Потом наступил период полной апатии. Она будто ничего не видела, ничего не замечала. Однако же, будучи в более спокойном расположении, она сказала Чесменскому:
— Благодарю, что вы не оставляли меня в эти страшные минуты. Мне нечем отблагодарить вас. Все равно, так или иначе, я уйду к нему, вместе с ним, мы за всех будем молиться. Но у меня есть подруга, она может и найдет средство чем-нибудь заслужить вашу доброту ко мне. Вы русский, и она русская… Я напишу к ней, и она будет вашим другом, сестрою, сделает все, что может… А мне пора к нему.
Но она прожила в таком виде полной апатии более недели. Только на девятый день казни Буа д'Эни вышло решение, по которому и она должна была подвергнуться тому же удару и тем же орудием, под которым умер ее возлюбленный.
— Ну, вот и слава Богу, вот я и пришла! — сказала она, когда ей объявили решение, и даже как бы с радостью проговорила: — Вот мы и увидимся!
Умерла она совершенно апатично, видимо не осознавая — ни что с нею делают, ни куда ее везут.
Несмотря, однако же, на слабость, апатию и, казалось, полную бессознательность, она успела приготовить и дать Чесменскому письмо.
— Отдайте, и да хранит вас Бог! — сказала она ему, готовясь идти к роковым телегам; потом прибавила, оправляя на груди какой-то голубенький бантик: — Я надеюсь, ему понравится!
И лицо ее сияло светлою, веселою улыбкою… Больше Чесменский о ней не слыхал.
— Кому она написала? — подумал Чесменский и взглянул на адрес. На конверте было написано: "Супруге неаполитанского посланника в Санкт—Петербурге, ее светлости герцогине Анне де Сарра Коприолла".

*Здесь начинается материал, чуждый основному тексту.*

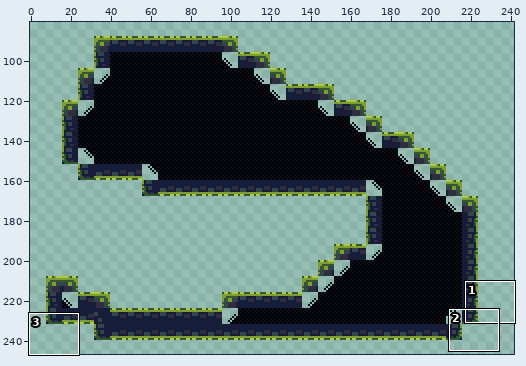
A sprite sheet gets an edit: levels/World1/simplified/Level_1/IntGrid.png. The first picture is a wide view before the edit; the outline marks the close-up.
Close-up. The starting point:
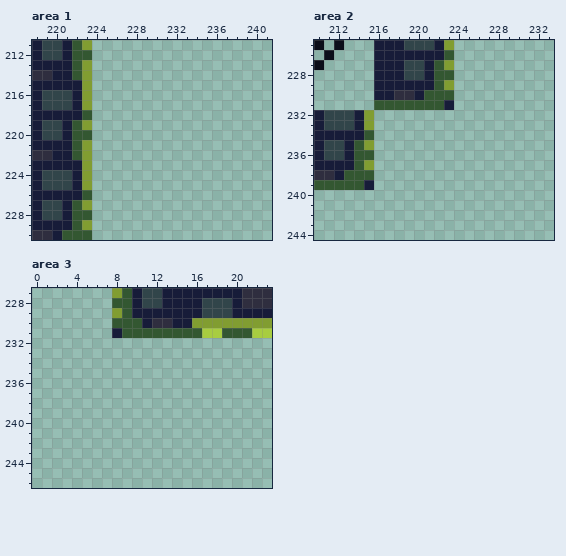
The file is 256x256 pixels. Shown: area 1: x 218..241, y 211..230; area 2: x 210..233, y 225..244; area 3: x 0..23, y 227..246. The wide view leaves out empty margins. The commit also changed other parts of the picture, which this record leaves out.
The same view after the edit:
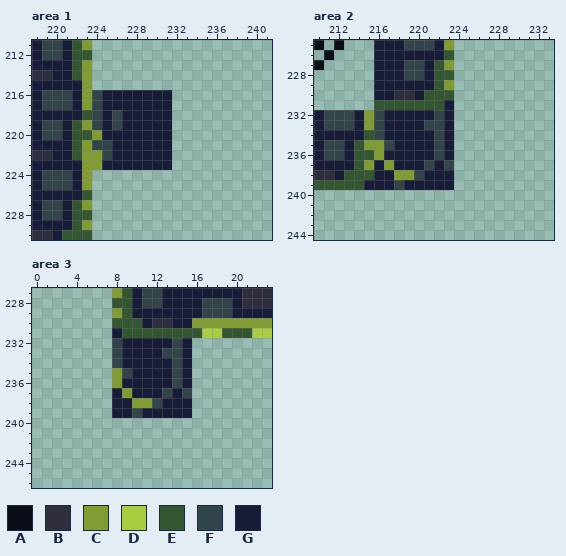
Palette (. is transparent): A #0b0d19  B #2f2e3f  C #819d31  D #a8cd40  E #335731  F #31454a  G #171c39
Changes in this commit:
Area 1:
There is now colour C in row 220 at x 224; in rows 222 to 223 at x 224.
There is now colour F in rows 216 to 217 at x 224; in rows 218 to 219 at x 224 and 226; in row 221 at x 224 to 225; in row 222 at x 225.
There is now colour G in rows 216 to 217 at x 225 to 231; in rows 218 to 219 at x 225 and 227 to 231; in row 220 at x 225 to 231; in rows 221 to 222 at x 226 to 231; in row 223 at x 225 to 231.
Area 2:
There is now colour C in rows 235 to 236 at x 216; in row 237 at x 217; in row 238 at x 218 to 219.
There is now colour F in row 232 at x 216 and 222; in row 233 at x 216 and 221 to 222; in row 234 at x 216 and 222; in row 235 at x 217 and 222; in row 236 at x 222; in row 237 at x 221 and 223.
There is now colour F in row 238 at x 220; in row 239 at x 218.
There is now colour G in row 232 at x 217 to 221 and 223; in row 233 at x 217 to 220 and 223; in row 234 at x 217 to 221 and 223; in row 235 at x 218 to 221 and 223; in row 236 at x 217 to 221 and 223; in row 237 at x 216, 218 to 220 and 222.
There is now colour G in row 238 at x 216 to 217 and 221 to 223; in row 239 at x 216 to 217 and 219 to 223.
Area 3:
There is now colour C in rows 235 to 236 at x 8; in row 237 at x 9; in row 238 at x 10 to 11.
There is now colour F in row 232 at x 8 and 14; in row 233 at x 8 and 13 to 14; in row 234 at x 8 and 14; in row 235 at x 9 and 14; in row 236 at x 14; in row 237 at x 13 and 15.
There is now colour F in row 238 at x 12; in row 239 at x 10.
There is now colour G in row 232 at x 9 to 13 and 15; in row 233 at x 9 to 12 and 15; in row 234 at x 9 to 13 and 15; in row 235 at x 10 to 13 and 15; in row 236 at x 9 to 13 and 15; in row 237 at x 8, 10 to 12 and 14.
There is now colour G in row 238 at x 8 to 9 and 13 to 15; in row 239 at x 8 to 9 and 11 to 15.
Pixel boxes of the changes (left, top, right, bottom) in both close-ups:
added: (92, 90, 172, 170)
added: (374, 110, 454, 190)
added: (112, 338, 192, 418)

— Кто такая де Сарра Коприолла? — подумал Чесменский и спрятал письмо…
Но вот настали страшные дни. Аристократия начала редеть в тюрьмах, увозимая ежедневно под топор гильотины десятками. Тюрьмы наполнялись другими лицами; начиналась другая жизнь. Власть сосредоточилась в руках самых кровожадных якобинцев Юры, которые под именем комитета общественной безопасности и комиссаров конвента, буквально злодействовали. Робеспьер, Дантон, Колло д'Ербуа, Сен—Жюст с Маратом, Пашем, Шера, Шаметом и гнусным Гебером, всех не перечтешь, были именно Божье наказание для Франции. Они нашли, что не довольно резать головы только аристократам, но следует всем, кто мог иметь к аристократам сочувствие, кто им служил, помогал; потом и этого показалось мало — кто не достаточно их преследовал. Затем кровожадность не удовлетворялась и такою широкою программою злодейства: она решила, что следует рубить головы всем, кто только чем-нибудь выше грязной черни, сколько-нибудь благороднее разбойника. И вот тюрьмы начали набиваться, в буквальном смысле слова, до тесноты, до отсутствия помещения, сперва метрдотелями больших домов, парикмахерами, часовщиками, горничными, камеристками. Потом пошли все федералисты, все жирондисты; наконец, выдуманы были подозрительные. А к подозрительным относились все, которые таинственно говорят о несчастиях Франции, которые жалеют купцов и откупщиков; которые водятся с дворянами, священниками и умеренными, которые не принимают деятельного участия в республиканском движении, и те, которые ничего не сделали против свободы и для нее. Бог знает чего не написал еще Шамет, чтобы иметь право признать подозрительным всякого, кто только не участвует в республиканских разбоях. На этом основании попали в тюрьмы купцы, отказывающиеся продавать товар дешевле, чем сами его купили; продающие что-либо дороже установленной таксы, отказывающиеся принимать ассигнации; не выполнившие платежа требуемой контрибуции, наложенной выше средств. Гильотина неустанно работала, не успевала снимать головы с приговоренных. В тюрьмах становилось теснее и теснее, приезжал объявлять им решения уже не звероподобный, гнусный Гебер, но не менее свирепый и еще более гнусный Функье—Тонвиль. Иностранцы давно находились вне закона, и Чесменский каждый день должен был ожидать, что тираж жертвовать своею головою выпадет на него.
Глава 7. Свой человек
Раздумывая о своем фальшивом положении, Чесменский не очень тяготился беспрерывным ожиданием смерти.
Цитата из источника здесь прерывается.